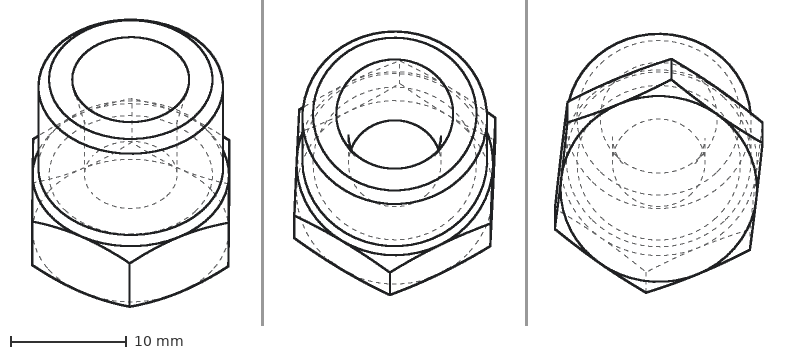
import cadquery as cq
import math

hex_sides = 6
half_side_angle = 180 / hex_sides
across_corners = 19.63
corner_radius = across_corners / 2
flat_radius = corner_radius * math.cos(math.radians(half_side_angle))
head_height = 7.0
head_chamfer_angle = 30.0

total_height = 19.0
shank_radius = 16.0 / 2
shank_chamfer_width = 0.92
shank_chamfer_height = 0.88

bore_radius = 8.0 / 2
mouth_radius = 10.13 / 2
taper_half_angle = 12.0
bore_depth = total_height - head_height


def revolve_profile(points):
    """Turn a closed (radius, height) profile around the Z axis."""
    return cq.Workplane("XZ").polyline(points).close().revolve(360, (0, 0, 0), (0, 1, 0))


def make_head():
    """Hexagon with two corners on Y, its corners trimmed by cones at both ends."""
    drop = (corner_radius - flat_radius) * math.tan(math.radians(head_chamfer_angle))
    hexagon = (
        cq.Workplane("XY")
        .polygon(hex_sides, across_corners)
        .extrude(head_height)
        .rotate((0, 0, 0), (0, 0, 1), half_side_angle)
    )
    envelope = revolve_profile([
        (0, 0),
        (flat_radius, 0),
        (corner_radius, drop),
        (corner_radius, head_height - drop),
        (flat_radius, head_height),
        (0, head_height),
    ])
    return hexagon.intersect(envelope)


def make_shank():
    """Cylinder on top of the head, beveled at both ends."""
    end_radius = shank_radius - shank_chamfer_width
    return revolve_profile([
        (0, head_height),
        (end_radius, head_height),
        (shank_radius, head_height + shank_chamfer_height),
        (shank_radius, total_height - shank_chamfer_height),
        (end_radius, total_height),
        (0, total_height),
    ])


def make_bore():
    """Conical mouth narrowing into a flat-bottomed cylindrical bore."""
    taper_depth = (mouth_radius - bore_radius) / math.tan(math.radians(taper_half_angle))
    floor = total_height - bore_depth
    return revolve_profile([
        (0, floor),
        (bore_radius, floor),
        (bore_radius, total_height - taper_depth),
        (mouth_radius, total_height),
        (0, total_height),
    ])


result = make_head().union(make_shank()).cut(make_bore())

Work required
When you set down the records above, copy every line exactly and exclude the pictures.

Response to this task
import cadquery as cq
import math

hex_sides = 6
half_side_angle = 180 / hex_sides
across_corners = 19.63
corner_radius = across_corners / 2
flat_radius = corner_radius * math.cos(math.radians(half_side_angle))
head_height = 7.0
head_chamfer_angle = 30.0

total_height = 19.0
shank_radius = 16.0 / 2
shank_chamfer_width = 0.92
shank_chamfer_height = 0.88

bore_radius = 8.0 / 2
mouth_radius = 10.13 / 2
taper_half_angle = 12.0
bore_depth = total_height - head_height


def revolve_profile(points):
    """Turn a closed (radius, height) profile around the Z axis."""
    return cq.Workplane("XZ").polyline(points).close().revolve(360, (0, 0, 0), (0, 1, 0))


def make_head():
    """Hexagon with two corners on Y, its corners trimmed by cones at both ends."""
    drop = (corner_radius - flat_radius) * math.tan(math.radians(head_chamfer_angle))
    hexagon = (
        cq.Workplane("XY")
        .polygon(hex_sides, across_corners)
        .extrude(head_height)
        .rotate((0, 0, 0), (0, 0, 1), half_side_angle)
    )
    envelope = revolve_profile([
        (0, 0),
        (flat_radius, 0),
        (corner_radius, drop),
        (corner_radius, head_height - drop),
        (flat_radius, head_height),
        (0, head_height),
    ])
    return hexagon.intersect(envelope)


def make_shank():
    """Cylinder on top of the head, beveled at both ends."""
    end_radius = shank_radius - shank_chamfer_width
    return revolve_profile([
        (0, head_height),
        (end_radius, head_height),
        (shank_radius, head_height + shank_chamfer_height),
        (shank_radius, total_height - shank_chamfer_height),
        (end_radius, total_height),
        (0, total_height),
    ])


def make_bore():
    """Conical mouth narrowing into a flat-bottomed cylindrical bore."""
    taper_depth = (mouth_radius - bore_radius) / math.tan(math.radians(taper_half_angle))
    floor = total_height - bore_depth
    return revolve_profile([
        (0, floor),
        (bore_radius, floor),
        (bore_radius, total_height - taper_depth),
        (mouth_radius, total_height),
        (0, total_height),
    ])


result = make_head().union(make_shank()).cut(make_bore())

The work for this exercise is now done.